• Brief
A single number is the required answer: the count of lines in the listing below that hold the string "other".

• Available data
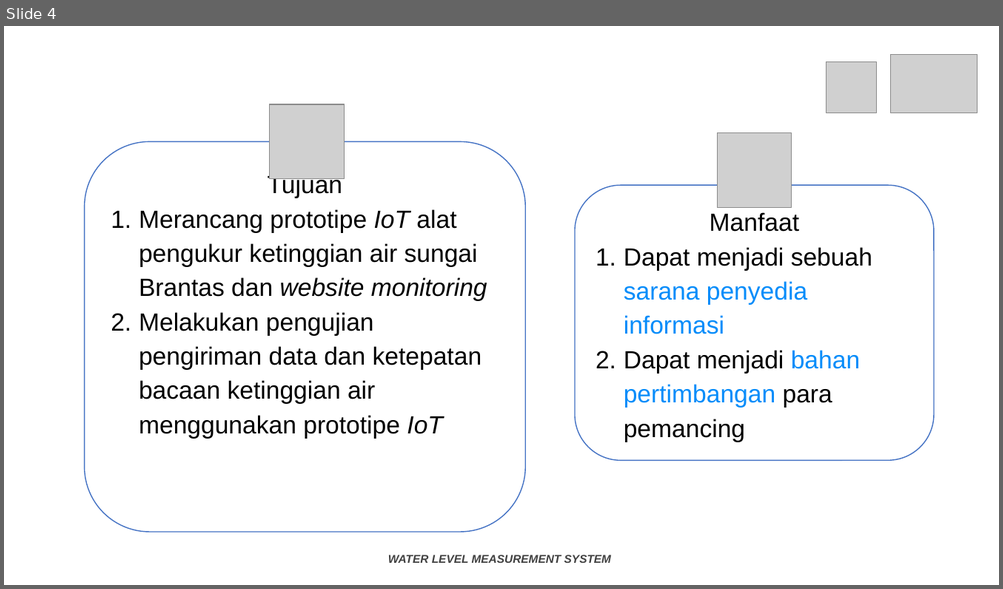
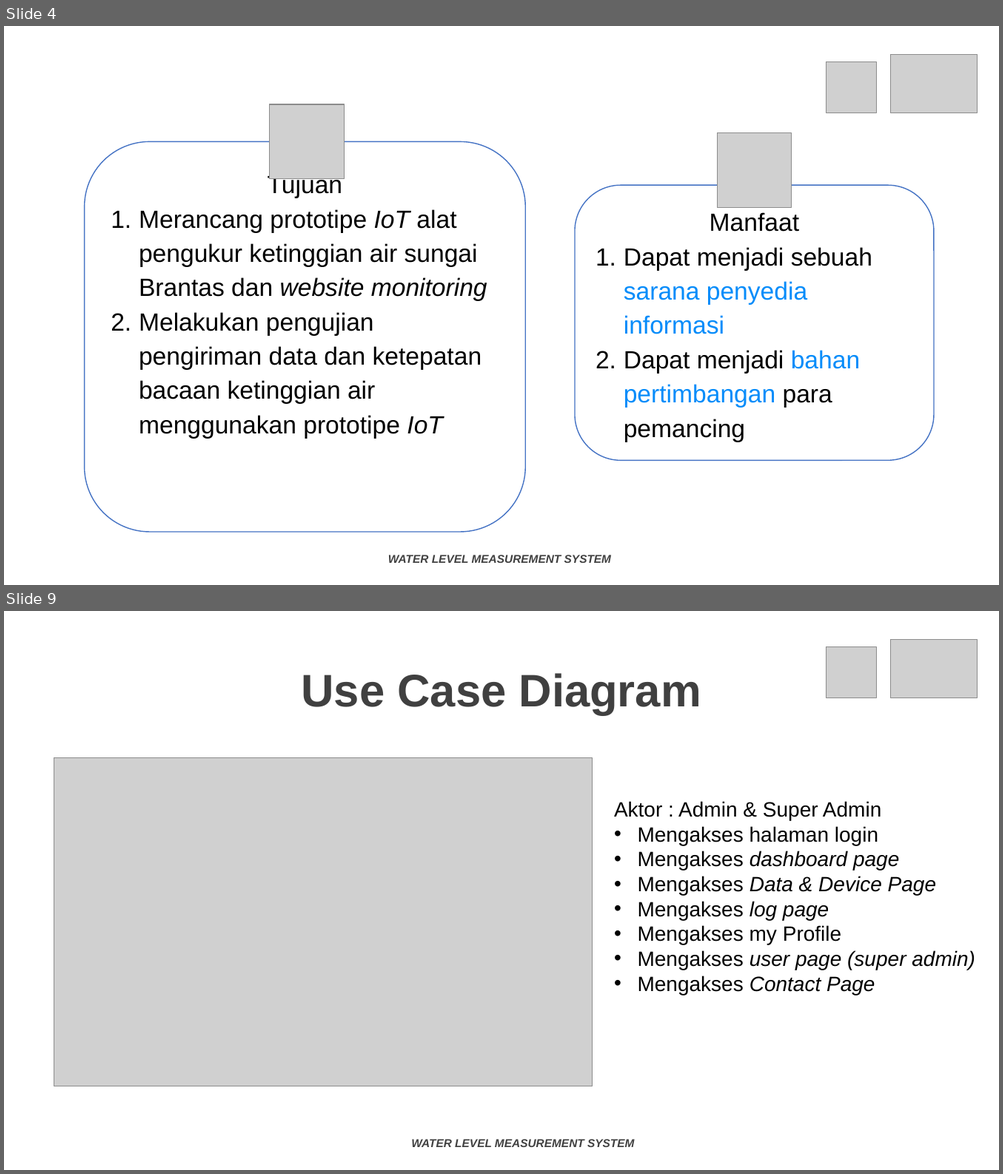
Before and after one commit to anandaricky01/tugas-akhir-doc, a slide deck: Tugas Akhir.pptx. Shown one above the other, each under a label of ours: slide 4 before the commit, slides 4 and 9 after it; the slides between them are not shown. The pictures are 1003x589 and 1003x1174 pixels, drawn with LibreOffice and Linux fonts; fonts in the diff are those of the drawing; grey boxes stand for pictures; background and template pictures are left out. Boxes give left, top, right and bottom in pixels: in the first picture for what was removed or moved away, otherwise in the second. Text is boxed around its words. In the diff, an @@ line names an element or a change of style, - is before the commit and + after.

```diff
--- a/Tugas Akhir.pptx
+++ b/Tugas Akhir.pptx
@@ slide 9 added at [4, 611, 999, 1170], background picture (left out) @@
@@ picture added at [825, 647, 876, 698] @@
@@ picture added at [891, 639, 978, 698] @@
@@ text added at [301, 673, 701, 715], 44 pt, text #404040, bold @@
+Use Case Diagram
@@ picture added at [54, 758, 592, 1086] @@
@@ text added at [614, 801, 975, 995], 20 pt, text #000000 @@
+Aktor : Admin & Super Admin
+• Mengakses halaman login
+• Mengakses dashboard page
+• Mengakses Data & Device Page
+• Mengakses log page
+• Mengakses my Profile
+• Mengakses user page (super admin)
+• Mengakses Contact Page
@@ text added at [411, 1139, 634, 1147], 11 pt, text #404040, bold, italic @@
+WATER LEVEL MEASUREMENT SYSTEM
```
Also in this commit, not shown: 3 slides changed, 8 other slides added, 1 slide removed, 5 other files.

• Solution to this exercise
2